Become a Millionaire with SIP of Rs.25,000, Know How?
Investing your money wisely is the key to growing your wealth. Perhaps one of the simplest means of achieving long-term financial success is by a Systematic Investment Plan (SIP), where you invest Rs.25,000 every month and let your money work for you over the long term. You might turn into a millionaire. This article describes how a disciplined approach to investing in a balanced portfolio can work for you in terms of gaining financial independence.
Where to Invest?
To create a diversified portfolio that balances stability and growth, it’s important to invest your Rs.25,000 SIP into three types of funds: Flexi-cap Funds, Mid-cap Funds, and Small-cap Funds. Here’s the percentage of money you would place in each:
- Flexi-cap Fund: 70% of your money.
- Mid-cap Fund: 20% of your money.
- Small-cap Fund: 10% of your money.
This allocation strategy is developed with a proper balance of risk and reward while maximising long-term returns.
Why a Flexi-Cap Fund?
Flexi-cap funds are known for their diversification and flexibility. They tend to invest in both large, mid, as well as small-cap stocks; this allows them to change direction according to changing market conditions. Large-cap stocks make up 55-80% of their portfolio, which is usually stable and less volatile, so flexi-cap funds are perfect for steady growth with low risk.

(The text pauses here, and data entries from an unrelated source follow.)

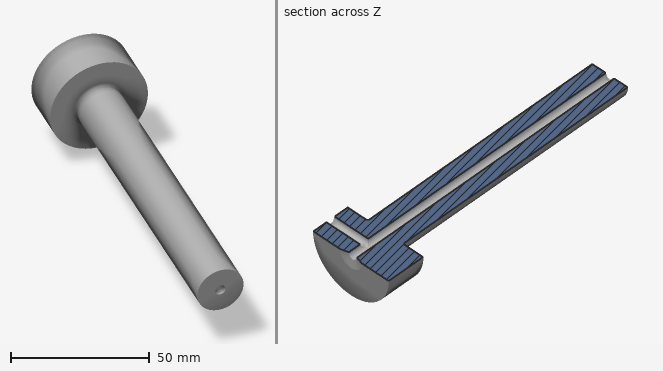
import cadquery as cq

total_length = 134.0
head_diameter = 38.0
head_length = 18.0
shaft_diameter = 18.0
neck_fillet_radius = 1.0
bore_diameter = 4.0
countersink_diameter = 11.1
countersink_depth = 1.0
side_hole_diameter = 4.0


def turned_body():
    """Round head and shaft, with a fillet where they meet."""
    head_radius = head_diameter / 2
    shaft_radius = shaft_diameter / 2
    fillet_end = head_length + neck_fillet_radius
    return (
        cq.Workplane("XY")
        .lineTo(0, head_radius)
        .lineTo(head_length, head_radius)
        .lineTo(head_length, shaft_radius + neck_fillet_radius)
        .radiusArc((fillet_end, shaft_radius), -neck_fillet_radius)
        .lineTo(total_length, shaft_radius)
        .lineTo(total_length, 0)
        .close()
        .revolve(360, (0, 0), (1, 0))
    )


def countersink():
    """Conical entry that narrows from the head face to the bore."""
    profile = [
        (0, 0),
        (0, countersink_diameter / 2),
        (countersink_depth, bore_diameter / 2),
        (countersink_depth, 0),
    ]
    return cq.Workplane("XY").polyline(profile).close().revolve(360, (0, 0), (1, 0))


def side_hole():
    """Radial hole from the +Y side at mid-head, reaching the bore axis."""
    return (
        cq.Workplane("XZ")
        .center(head_length / 2, 0)
        .circle(side_hole_diameter / 2)
        .extrude(-head_diameter / 2)
    )


through_bore = cq.Workplane("YZ").circle(bore_diameter / 2).extrude(total_length)
result = turned_body().cut(through_bore).cut(countersink()).cut(side_hole())

Flexi-cap funds, in the past, have proven pretty good. Over the 10 years up to December 12, 2024, flexi-cap funds grew by about 18% each year on average. In comparison, large-cap funds grew by around 13% per year during the same time.
Why Invest in Mid-Cap?
Mid-cap funds generally invest in companies that grow quickly. They can rise faster compared to large capital companies. Mid-cap investments are excellent for investors targeting higher returns, but sometimes, they are more volatile, showing bigger ups and downs.
Mid-cap funds have registered an average annual growth of 19% over the last 10 years till December 12, 2024. Though volatile in the short term, they can offer great long-term growth. It would be a good idea to invest only 20% of your money in mid-cap funds to handle the ups and downs but still benefit from their growth.

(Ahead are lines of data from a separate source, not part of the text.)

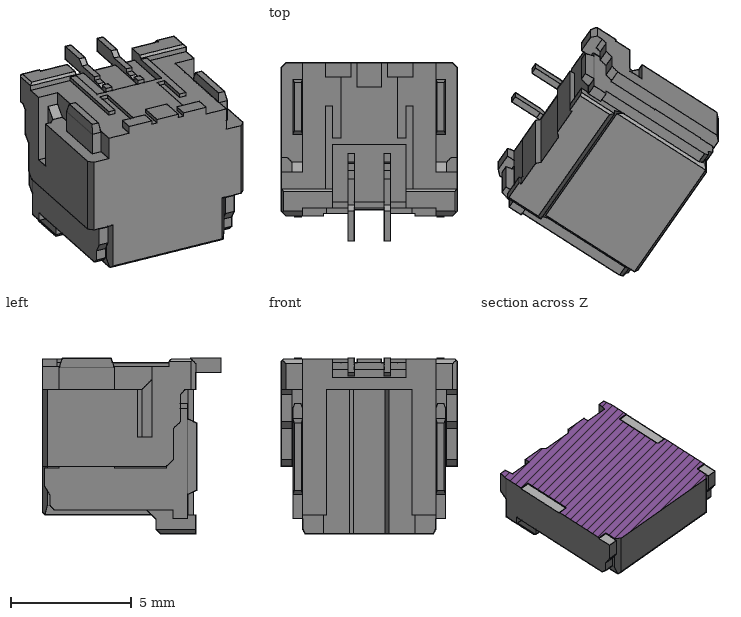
import cadquery as cq


depth = 6.36
half_width = 3.65
core_half_width = 2.757
core_front = 0.325
core_bottom = 0.79
core_top = 6.94
panel_top = 7.10
cap_top = 7.255
large_chamfer = 0.2
small_chamfer = 0.1

plate_bottom = 2.805
ledge_top = 5.985
head_back = 1.82
cap_back = 1.12
plate_front_low = 0.93
plate_front_high = 0.64
plate_step_bottom = 4.38
plate_step_top = 4.65
plate_chamfer = 0.28
plate_inner_front = plate_front_low + plate_chamfer
head_relief = 0.2
slot_back = 2.43
slot_floor_x = 3.2
slot_bottom = 4.01
gusset_size = 0.42

side_chamfer_width = 0.1
side_chamfer_height = 0.38
foot_back = 1.66
foot_inner = 1.89
foot_pad_top = 0.785
foot_slope_back = 2.22
foot_chamfer = 0.19
foot_side_chamfer = 0.1

rail_half_width = 1.77
rail_front = 0.1
groove_depth = 0.16
groove_floor_half_width = 0.65
groove_mouth_half_width = 0.815

panel_half_width = 1.165
panel_shoulder_front = 3.225
bar_half_width = 1.805
bar_back = 4.56
pocket_half_width = 1.515
pocket_back = 2.97
pocket_floor = 6.815
pocket_step = 0.577
pocket_front_floor = 6.485
outer_key_inner = 0.747
outer_key_outer = 1.805
outer_key_length = 0.605
center_key_half_width = 0.5
center_key_length = 1.02

clip_outer = 3.17
clip_front = 0.356
clip_top = 5.41
clip_point_height = 0.22
clip_point_inset = 0.08
clip_arm_top = 2.74
clip_arm_bottom = 0.985
clip_back = 6.28
clip_back_low = 6.05
clip_back_bend_top = 1.99
clip_back_bend_bottom = 1.61
clip_corner = 0.19
clip_foot_back = 0.96
clip_foot_bottom = 0.636
clip_inner_tip = 2.815
clip_outer_tip = 3.105
tab_back = 5.67
tab_front = 3.385
tab_bevel_bottom = 6.90
tab_top = 7.29
tab_end_bevel = 0.13
wing_top = 4.78
wing_bottom = 1.63
wing_end_bevel = 0.18
wing_front = -0.04

pin_pitch = 1.5
pin_width = 0.27
pin_tip = -1.04
pin_top = 7.3
pin_bottom = 6.69
pin_root_bottom = 6.55
pin_bend_front = 0.2
pin_bend_back = 0.45
pin_shoulder_top = 7.08
pin_shoulder_end = 1.54
pin_dip_top = 6.92
pin_dip_start = 1.89
pin_dip_bottom = 6.85
pin_dip_lip = 6.89
pin_bump_front = 2.175
pin_bump_edge = 2.24
pin_bump_back = 2.59
pin_bump_top = 7.03


def box(x0, x1, y0, y1, z0, z1):
    """Axis-aligned box between opposite corners."""
    return cq.Workplane("XY").box(x1 - x0, y1 - y0, z1 - z0, centered=False).translate((x0, y0, z0))


def centered_box(half, y0, y1, z0, z1):
    """Box symmetric about X = 0."""
    return box(-half, half, y0, y1, z0, z1)


def side_profile(points, x0, x1):
    """Prism along X from x0 to x1 over an outline of (y, z) points."""
    return cq.Workplane("YZ", origin=(x0, 0, 0)).polyline(points).close().extrude(x1 - x0)


def both_sides(shape):
    """The shape together with its mirror image about X = 0."""
    return shape.union(shape.mirror("YZ"))


def frustum(plane, base_level, base, tip_level, tip):
    """Bevelled block between two rectangles (u0, u1, v0, v1) on planes parallel to `plane`."""
    def rectangle(bounds, level):
        u0, u1, v0, v1 = bounds
        corners = [(u0, v0), (u1, v0), (u1, v1), (u0, v1)]
        axes = cq.Plane.named(plane)
        points = [axes.toWorldCoords((u, v, level)) for u, v in corners]
        return cq.Wire.makePolygon(points, close=True)

    solid = cq.Solid.makeLoft([rectangle(base, base_level), rectangle(tip, tip_level)], True)
    return cq.Workplane(solid)


def make_core():
    """Central body with bevelled sides along its underside."""
    chamfer_top = core_bottom + side_chamfer_height
    bottom_half_width = core_half_width - side_chamfer_width
    outline = [
        (-bottom_half_width, core_bottom),
        (bottom_half_width, core_bottom),
        (core_half_width, chamfer_top),
        (core_half_width, core_top),
        (-core_half_width, core_top),
        (-core_half_width, chamfer_top),
    ]
    body = cq.Workplane("XZ", origin=(0, depth, 0)).polyline(outline).close().extrude(depth - core_front)
    body = body.faces(">Y").edges("<Z").chamfer(small_chamfer)
    corner = (
        cq.Workplane("XY", origin=(0, 0, core_bottom))
        .polyline([
            (core_half_width, depth),
            (core_half_width - large_chamfer, depth),
            (core_half_width, depth - large_chamfer),
        ])
        .close()
        .extrude(plate_bottom - core_bottom)
    )
    return body.cut(both_sides(corner))


def make_side_plate():
    """Right-hand plate: thin outer part with a stepped front edge, plus the part behind the clip."""
    outer_outline = [
        (depth, plate_bottom),
        (plate_inner_front, plate_bottom),
        (plate_front_low, plate_bottom + plate_chamfer),
        (plate_front_low, plate_step_bottom),
        (plate_front_high, plate_step_top),
        (plate_front_high, ledge_top - head_relief),
        (plate_front_high - head_relief, ledge_top),
        (depth, ledge_top),
    ]
    plate = side_profile(outer_outline, slot_floor_x, half_width)
    inner = box(core_half_width, slot_floor_x, plate_inner_front, depth, plate_bottom, ledge_top)
    head_block = box(core_half_width, half_width, plate_front_high, head_back, ledge_top, core_top)
    plate = plate.union(inner).union(head_block)
    plate = plate.edges("|Z and >Y and >X").chamfer(large_chamfer)
    return plate.cut(make_slot()).union(make_gusset())


def make_slot():
    """Upright slot with one bevelled corner, open to the outside and to the ledge."""
    outline = [
        (half_width, head_back),
        (slot_floor_x, head_back),
        (slot_floor_x, slot_back - large_chamfer),
        (slot_floor_x + large_chamfer, slot_back),
        (half_width, slot_back),
    ]
    slot = cq.Workplane("XY", origin=(0, 0, slot_bottom)).polyline(outline).close()
    return slot.extrude(ledge_top - slot_bottom)


def make_gusset():
    """Wedge that rises from the ledge to the rear face of the head."""
    outline = [
        (head_back, ledge_top),
        (head_back + gusset_size, ledge_top),
        (head_back, ledge_top + gusset_size),
    ]
    return side_profile(outline, core_half_width, slot_floor_x)


def make_head_cap():
    """Right-hand end of the head: bevelled block that overhangs the front."""
    cap = box(pocket_half_width, half_width, 0, cap_back, ledge_top, cap_top)
    cap = cap.edges("|Z and <Y and >X").chamfer(large_chamfer)
    cap = cap.faces("<Y").edges(">Z").chamfer(large_chamfer)
    cap = cap.faces(">Z").edges(">Y or >X").chamfer(small_chamfer)
    front_recess = box(0, core_half_width, 0, core_front, 0, cap_top)
    return cap.cut(front_recess)


def make_foot():
    """Foot across the full core width, sloped behind, bevelled below, with a pad at each end."""
    slope_top = core_bottom + side_chamfer_height
    outline = [
        (core_front, 0),
        (foot_back - foot_chamfer, 0),
        (foot_back, foot_chamfer),
        (foot_back, slope_top - (foot_slope_back - foot_back)),
        (foot_slope_back, slope_top),
        (core_front, slope_top),
    ]
    foot = side_profile(outline, -core_half_width, core_half_width)
    pad = box(foot_inner, core_half_width, 0, core_front, 0, foot_pad_top)
    foot = foot.union(both_sides(pad))
    bevel = (
        cq.Workplane("XZ")
        .polyline([
            (core_half_width, 0),
            (core_half_width - foot_side_chamfer, 0),
            (core_half_width, foot_chamfer),
        ])
        .close()
        .extrude(-foot_slope_back)
    )
    return foot.cut(both_sides(bevel))


def make_front_rails():
    """Raised front panel, split by a groove with sloping sides."""
    rails = centered_box(rail_half_width, rail_front, core_front, 0, ledge_top)
    rails = rails.union(centered_box(foot_inner, rail_front, core_front, 0, foot_pad_top))
    groove = (
        cq.Workplane("XY")
        .polyline([
            (-groove_mouth_half_width, rail_front),
            (groove_mouth_half_width, rail_front),
            (groove_floor_half_width, rail_front + groove_depth),
            (-groove_floor_half_width, rail_front + groove_depth),
        ])
        .close()
        .extrude(ledge_top)
    )
    return rails.cut(groove)


def make_top_panel():
    """Raised panel with side bars, and the three keys along the back edge."""
    panel = centered_box(panel_half_width, cap_back, depth, core_top, panel_top)
    panel = panel.union(centered_box(pocket_half_width, cap_back, panel_shoulder_front, core_top, panel_top))
    bar = box(pocket_half_width, bar_half_width, cap_back, bar_back, core_top, panel_top)
    outer_key = box(outer_key_inner, outer_key_outer, depth - outer_key_length, depth, core_top, cap_top)
    center_key = centered_box(center_key_half_width, depth - center_key_length, depth, core_top, cap_top)
    return panel.union(both_sides(bar.union(outer_key))).union(center_key)


def make_pocket():
    """Stepped recess around the pins, open to the front."""
    rear = centered_box(pocket_half_width, 0, pocket_back, pocket_floor, cap_top)
    front = centered_box(pocket_half_width, 0, pocket_step, pocket_front_floor, cap_top)
    return rear.union(front)


def make_clip():
    """Right-hand clip: side arm with a pointed front post, a top tab and a front wing."""
    arm_outline = [
        (clip_back, clip_arm_top),
        (clip_back, clip_back_bend_top),
        (clip_back_low, clip_back_bend_bottom),
        (clip_back_low, clip_arm_bottom + clip_corner),
        (clip_back_low - clip_corner, clip_arm_bottom),
        (clip_foot_back, clip_arm_bottom),
        (clip_foot_back, clip_foot_bottom),
        (clip_front, clip_foot_bottom),
        (clip_front, plate_bottom),
        (plate_inner_front, plate_bottom),
        (plate_inner_front, clip_arm_top),
    ]
    arm = side_profile(arm_outline, core_half_width, clip_outer)

    post_shoulder = clip_top - clip_point_height
    post_outline = [
        (core_half_width, clip_arm_top),
        (core_half_width, post_shoulder),
        (core_half_width + clip_point_inset, clip_top),
        (clip_outer - clip_point_inset, clip_top),
        (clip_outer, post_shoulder),
        (clip_outer, clip_arm_top),
    ]
    post = cq.Workplane("XZ", origin=(0, plate_inner_front, 0)).polyline(post_outline).close()
    post = post.extrude(plate_inner_front - clip_front)

    tab = box(core_half_width, clip_outer, tab_front, tab_back, clip_arm_top, tab_bevel_bottom)
    tab_base = (core_half_width, clip_outer, tab_front, tab_back)
    tab_tip = (clip_inner_tip, clip_outer_tip, tab_front + tab_end_bevel, tab_back - tab_end_bevel)
    tab_point = frustum("XY", tab_bevel_bottom, tab_base, tab_top, tab_tip)

    wing_base = (core_half_width, clip_outer, wing_bottom, wing_top)
    wing_tip = (clip_inner_tip, clip_outer_tip, wing_bottom + wing_end_bevel, wing_top - wing_end_bevel)
    wing = frustum("XZ", -clip_front, wing_base, -wing_front, wing_tip)
    return arm.union(post).union(tab).union(tab_point).union(wing)


def make_pin():
    """Contact pin: straight tip, downward bend, stepped shoulder, rounded dip and end bump."""
    dip_middle = (pin_dip_start + pin_bump_front) / 2
    dip_quarter = pin_dip_bottom + (pin_dip_top - pin_dip_bottom) / 4
    outline = (
        cq.Workplane("YZ", origin=(-pin_width / 2, 0, 0))
        .moveTo(pin_tip, pin_bottom)
        .lineTo(pin_tip, pin_top)
        .lineTo(pin_bend_front, pin_top)
        .lineTo(pin_bend_back, pin_shoulder_top)
        .lineTo(pin_shoulder_end, pin_shoulder_top)
        .lineTo(pin_shoulder_end, pin_dip_top)
        .lineTo(pin_dip_start, pin_dip_top)
        .threePointArc((dip_middle, dip_quarter), (pin_bump_front, pin_dip_bottom))
        .lineTo(pin_bump_edge, pin_dip_lip)
        .lineTo(pin_bump_edge, pin_bump_top)
        .lineTo(pin_bump_back, pin_bump_top)
        .lineTo(pin_bump_back, pin_root_bottom)
        .lineTo(pin_bend_back, pin_root_bottom)
        .lineTo(pin_bend_front, pin_bottom)
        .close()
    )
    return outline.extrude(pin_width)


def make_housing():
    """All moulded features joined, with the pin pocket removed."""
    housing = make_core().union(both_sides(make_side_plate())).union(both_sides(make_head_cap()))
    housing = housing.union(make_foot()).union(make_front_rails()).union(make_top_panel())
    return housing.cut(make_pocket())


connector = make_housing().union(both_sides(make_clip()))
for pin_x in (-pin_pitch / 2, pin_pitch / 2):
    connector = connector.union(make_pin().translate((pin_x, 0, 0)))

result = connector

Why Invest in Small-Cap Funds?
Small-cap funds are the riskiest and potentially the most rewarding portion of your portfolio. They invest in small companies with tremendous growth potential but with huge potential price swings. Generally, small-cap funds are prone to delivering large returns over long periods of time but promise to deliver great short-term volatility.
Diversifying into the right amount of a small-cap fund along with the other stable variants, like flexi-cap and mid-cap funds, presents an attractive combination to earn rewards. A 10% allocation helps in managing risks with more significant possibilities for long-run reward potential.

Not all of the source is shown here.